Não há mecanismos para “anos sabáticos” dedicados à elaboração de livros-texto. Não há bibliotecas de disciplinas básicas de todos os cursos disponíveis gratuitamente para todo o alunado, em textos produzidos e atualizados continuamente por seus professores, como parte de uma política educacional. Textos que tragam exemplos de realidades locais, por meio dos quais se apropriem e se perpetuem saberes específicos de uma dada região, que associem esses conhecimentos com aqueles de caráter universal, fazendo valer o real significado de universidade!
Poucos dias passados, mantive contato com um dos candidatos à Presidência do Conselho Federal de Engenharia e Agronomia (CONFEA), que congrega e representa em nível federativo todos os profissionais da Engenharia, e cuja eleição terá lugar neste mês de julho. Apresentei-lhe estas mesmas preocupações, sobretudo com o previsível advento do “lockdown” de livros do segmento CTP e o potencial impacto sobre a formação destes profissionais, bem como sobre o papel da engenharia para a reconstrução da economia nacional nestes tempos de pós-pandemia. Falei-lhe da importância das entidades profissionais se engajarem e envidarem esforços para a mudança concreta destes cenários. Não apenas as de Engenharia, mas de todas as profissões regulamentadas. Ao que parece, as minhas súplicas foram acolhidas e recebi a sinalização de que a entidade terá a questão do livro-texto como uma de suas diretrizes mais importantes para a formação dos futuros engenheiros, à qual me dedico como docente há quase 30 anos.
Somente a conjugação efetiva de esforços e a integração de medidas dedicadas à valorização do livro-texto em sua contribuição para a construção do país que desejamos entre as instituições de ensino, sobretudo as públicas, e as entidades profissionais poderão mudar os destinos da formação das próximas gerações em nosso país.

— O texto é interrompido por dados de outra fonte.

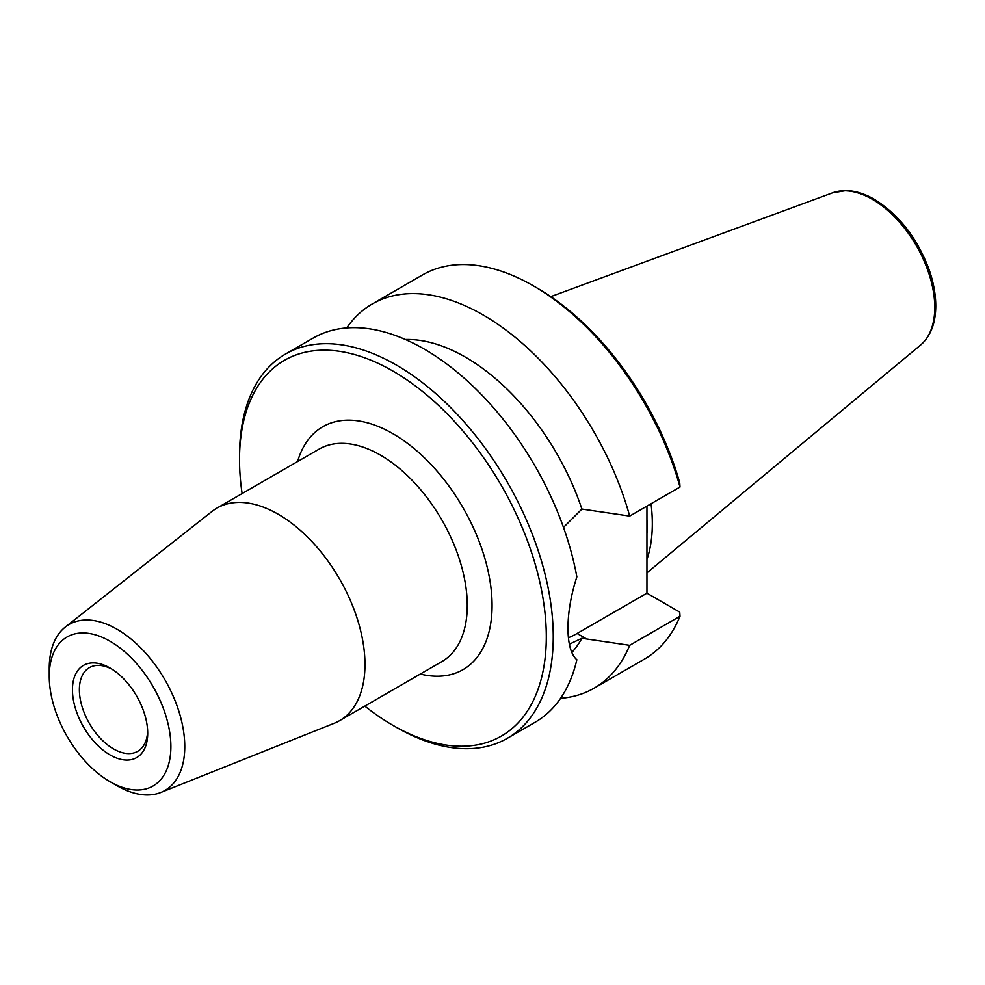 <?xml version="1.0" encoding="UTF-8"?>
<svg xmlns="http://www.w3.org/2000/svg" width="985" height="985" viewBox="0 0 985 985"><rect width="100%" height="100%" fill="white"/><g stroke="black" fill="none" stroke-linecap="round" stroke-linejoin="round"><path stroke-width="1.48" d="M110.074 641.26A86.015 49.656 -120 0 0 49.25 676.375A86.015 49.656 -120 0 0 110.074 781.721A86.015 49.656 -120 0 0 170.885 746.605A86.015 49.656 -120 0 0 110.074 641.26M110.074 668.039A53.215 30.72 -120 0 0 72.447 689.759A53.215 30.72 -120 0 0 110.074 754.941A53.215 30.72 -120 0 0 147.701 733.209A53.215 30.72 -120 0 0 110.074 668.039L110.074 668.039M111.847 669.111A48.302 27.888 -120 0 0 89.389 667.645A48.302 27.888 -120 0 0 89.389 723.433A48.302 27.888 -120 0 0 137.691 751.321A48.302 27.888 -120 0 0 147.651 731.141M110.074 781.721L117.006 785.722A95.828 55.32 -120 0 0 160.764 792.482L334.235 723.249A122.694 70.846 -120 0 0 339.554 720.675L441.846 661.612A122.694 70.846 -120 0 0 460.66 563.297A122.694 70.846 -120 0 0 380.505 455.168A122.694 70.846 -120 0 0 319.152 449.098L216.86 508.149A122.694 70.846 -120 0 0 211.96 511.474L65.269 627.088A95.828 55.32 -120 0 0 49.25 668.359L49.25 676.375M297.593 461.534A140.239 80.967 60 0 1 392.904 433.683A140.239 80.967 60 0 1 491.109 588.919A140.239 80.967 60 0 1 420.3 674.06M339.554 720.675A122.694 70.846 -120 0 0 358.368 622.348A122.694 70.846 -120 0 0 278.213 514.232A122.694 70.846 -120 0 0 216.86 508.149M160.764 792.482A95.828 55.32 -120 0 0 180.637 717.314A95.828 55.32 -120 0 0 117.006 629.243A95.828 55.32 -120 0 0 65.269 627.088M364.807 706.097A216.934 125.243 -120 0 0 392.904 725.317A216.934 125.243 -120 0 0 546.306 636.753A216.934 125.243 -120 0 0 392.904 371.062A216.934 125.243 -120 0 0 239.515 459.626A216.934 125.243 -120 0 0 242.113 493.571M392.904 725.317L396.376 727.312A221.834 128.075 60 0 1 396.376 727.312L392.904 725.317M533.464 285.909L536.936 287.916A216.934 125.243 60 0 1 679.749 482.884A4309.301 2487.95 180 0 1 680.007 487.033A221.834 128.075 -120 0 0 533.464 285.909A221.834 128.075 -120 0 0 422.54 274.926L372.219 303.983A221.834 128.075 60 0 1 629.686 516.078L680.007 487.033M563.482 527.406L581.901 509.06A307.739 261.838 28.7 0 1 586.604 509.75L629.686 516.078M629.686 645.323A221.834 128.075 60 0 1 594.053 688.22L644.375 659.162A221.834 128.075 -120 0 0 680.007 616.265L629.686 645.323L586.604 638.982A307.739 220.972 21.3 0 1 581.901 638.243L569.367 644.19M680.007 616.265A4309.301 2487.95 0 0 0 679.749 612.116L646.948 593.179L646.948 506.118M568.431 637.726A79.145 45.692 120 0 0 577.099 633.49L646.948 593.179M507.3 738.307L535.064 722.276A221.834 128.075 60 0 0 576.853 659.753C565.008 649.755 565.008 613.052 576.853 576.89A221.834 128.075 60 0 0 467.087 380.739A221.834 128.075 60 0 0 313.23 338.04L285.465 354.071A221.834 128.075 60 0 1 507.3 482.145A221.834 128.075 60 0 1 507.3 738.307A221.834 128.075 60 0 1 396.376 727.324M239.515 459.626L239.515 455.624A221.834 128.075 60 0 1 285.465 354.071M651.048 503.754A153.377 88.552 60 0 1 646.948 559.492M594.053 688.22A221.834 128.075 60 0 1 560.563 698.328M346.72 327.931A221.834 128.075 60 0 1 372.219 303.983M581.901 638.243A182.816 105.555 60 0 1 571.854 652.464M405.401 339.505A182.816 105.555 60 0 1 581.901 509.06M577.099 633.49L586.604 638.982M872.316 199.302A88.318 50.998 -120 0 0 832.744 192.777L846.078 190.597C855.202 190.807 864.596 193.7 874.286 199.29C898.923 214.595 917.158 237.951 929.015 269.397C933.546 282.313 935.787 294.638 935.75 306.347C935.59 323.425 930.542 336.304 920.63 344.996A88.318 50.998 -120 0 0 928.757 273.128A88.318 50.998 -120 0 0 872.316 199.302M646.948 519.464A153.377 88.552 60 0 1 646.948 533.587M832.744 192.777L550.775 296.633M920.63 344.996L646.948 572.864"/></g></svg>

Tomara que ainda haja tempo… e o firme propósito de fazê-lo!
Antonio Nunes Barbosa Filho é membro do Movimento Docentes Pela Liberdade (DPL), possui graduação em Engenharia Mecânica pela Universidade Federal da Paraíba (1991), mestrado em Engenharia de Produção pela Universidade Federal da Paraíba (1994) e doutorado em Engenharia de Produção pela Universidade Federal de Pernambuco – UFPE (2005), bacharelado em Direito (2009) – área de concentração: Direito do Trabalho.
Ele é professor da Universidade Federal de Pernambuco, desde 1993. Tem experiência na área de Engenharia de Produção, com ênfase em Ergonomia Aplicada, atuando principalmente nos seguintes temas: pessoas com deficiência, condições de trabalho, projeto de produto, segurança do trabalho e acessibilidade.
O professor Antonio Nunes foi Coordenador de Transferência de Tecnologia da UFPE e é autor de livros nas áreas de Segurança do Trabalho e Gestão Ambiental, Segurança do Trabalho na Construção Civil, Segurança do Trabalho na Agropecuária e na Agroindústria, Saúde e Segurança Ocupacional em Arqueologia e Projeto e desenvolvimento de Produtos, publicados por editora de caráter nacional.